Authors : S. Vijayalakshmi and D. Manimegalai
Abstract: Text document clustering is the fundamental technique to mine massive amount of textual data. The problem is of high dimension and most of the machine learning algorithms does not perform well with all the terms in the corpus. In this study, researchers proposed an application of flocking algorithm for text document clustering using two document representation methods. They are Unigram and Noun. In this research, the problem of high dimensions has been dealt with representing documents as Bag of Nouns (BoN) and Bag of Unigrams (BoU). As there are thousands of words present in documents to find Unigram, user has to connect with WordNet and verified the selected features are Unigram. The same process is repeated for Noun. In clustering algorithm, boids follow four simple local rules like alignment, separation, cohesion and similarity to calculate the velocity for flocking.

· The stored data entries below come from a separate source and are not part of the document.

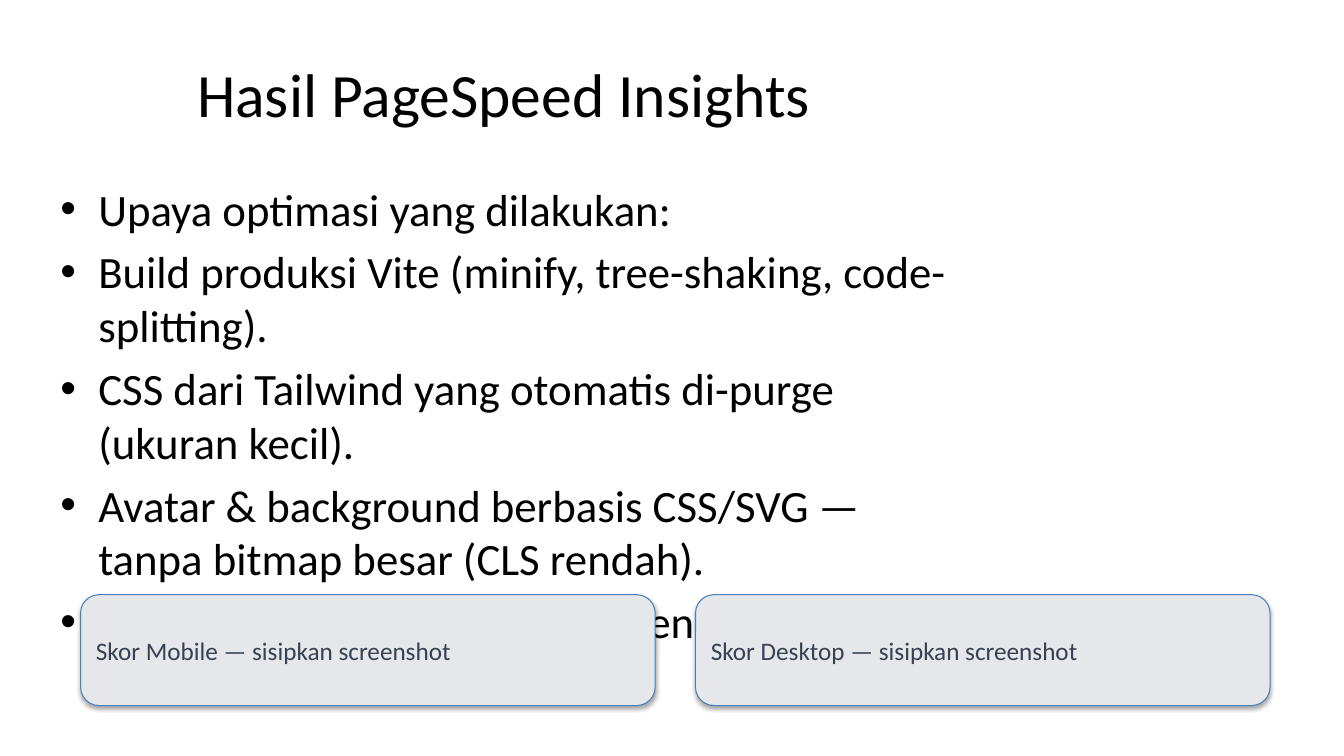
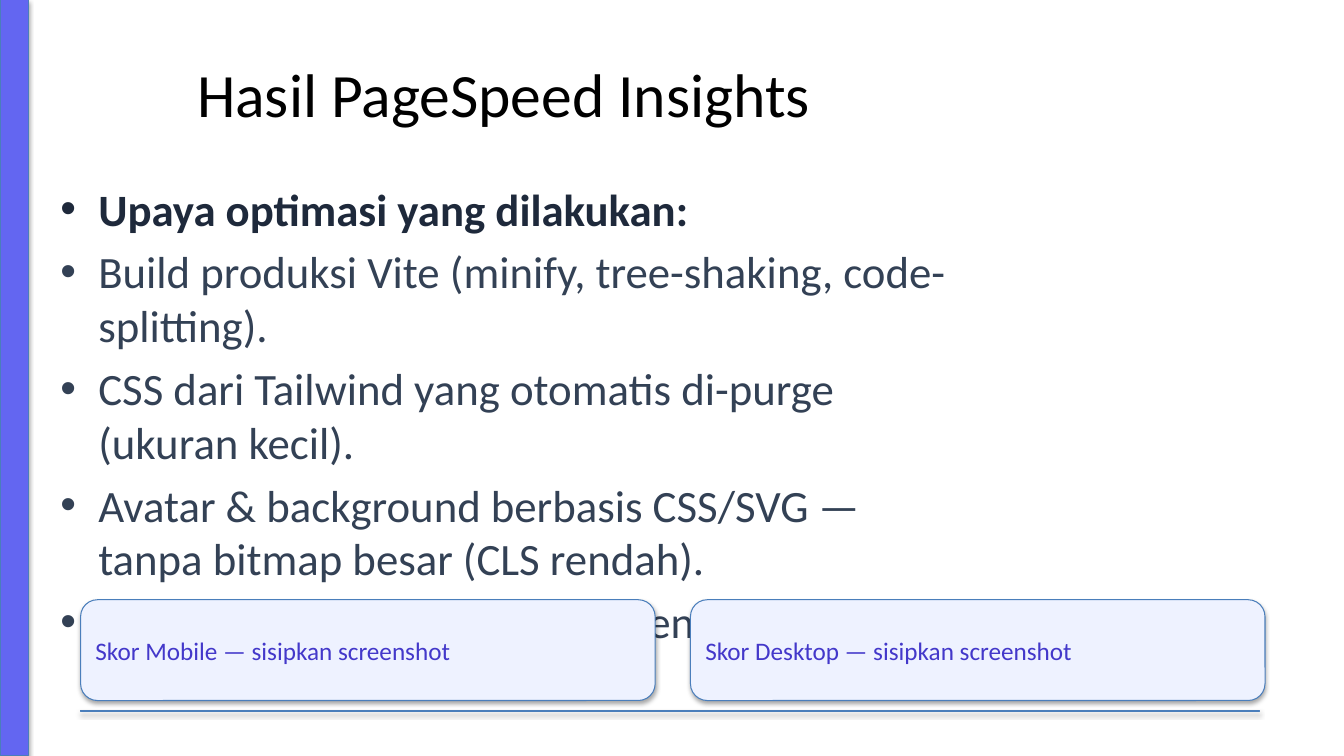
Before and after one commit to davidmuhamad97-ops/my_personalweb, a slide deck: slide 7 of presentation/Code-Challenge-2-Presentasi.pptx. Drawn at 1344x756 pixels with LibreOffice and Linux fonts; fonts in the diff are those of the drawing. Boxes give left, top, right and bottom in pixels: in the first picture for what was removed or moved away, otherwise in the second. Text is boxed around its words. In the diff, an @@ line names an element or a change of style, - is before the commit and + after.

Commit message:
docs: restyle presentation deck with branded theme

```diff
--- a/presentation/Code-Challenge-2-Presentasi.pptx
+++ b/presentation/Code-Challenge-2-Presentasi.pptx
@@ rectangle added at (0,0,28,756), fill #6366F1, outline #4B7EBC 0.75 pt @@
@@ text "Upaya optimasi yang dilakukan:" at (98,194,945,704): text colour #000000 to #1E293B, bold on in "Upaya optimasi yang dilakukan:"; text colour #000000 to #334155 in "Build produksi Vite (minify, tree-shaking, code-splitting).", "CSS dari Tailwind yang otomatis di-purge (ukuran ...", "Avatar & background berbasis CSS/SVG — tanpa ...", "SPA fallback + robots.txt agar render dan ..." @@
@@ rounded rectangle "Skor Mobile — sisipkan screenshot": place and size @@
-rounded rectangle "Skor Mobile — sisipkan screenshot" at (81,595,655,706)
+rounded rectangle "Skor Mobile — sisipkan screenshot" at (81,600,655,701)
@@ rounded rectangle "Skor Mobile — sisipkan screenshot" at (81,600,655,701): text colour #374151 to #4338CA; fill #E5E7EB to #EEF2FF @@
@@ rounded rectangle "Skor Desktop — sisipkan screenshot" at (691,600,1265,701): text colour #374151 to #4338CA; fill #E5E7EB to #EEF2FF @@
@@ rounded rectangle "Skor Desktop — sisipkan screenshot": place and size @@
-rounded rectangle "Skor Desktop — sisipkan screenshot" at (696,595,1270,706)
+rounded rectangle "Skor Desktop — sisipkan screenshot" at (691,600,1265,701)
@@ rectangle added at (81,711,1260,712), fill #E2E8F0, outline #4B7EBC 0.75 pt @@
```
Also in this commit, not shown: 8 other slides changed, 1 other file.

Experiments were conducted with documents of 20 Newsgroup, Reuter Real datasets and Specific Crime Judgment corpus to study the advantages of the system. Flocking algorithm for Text Document clustering is compared with Unigram based document representation and Noun based Document representation. It is observed that Flocking algorithm with Bag of Noun is working efficiently than Bag of Unigram and Bag of Words.
S. Vijayalakshmi and D. Manimegalai, 2014. Text Document Clustering with Flocking Algorithm using Specific Crimes Judgment Corpus. Asian Journal of Information Technology, 13: 21-28.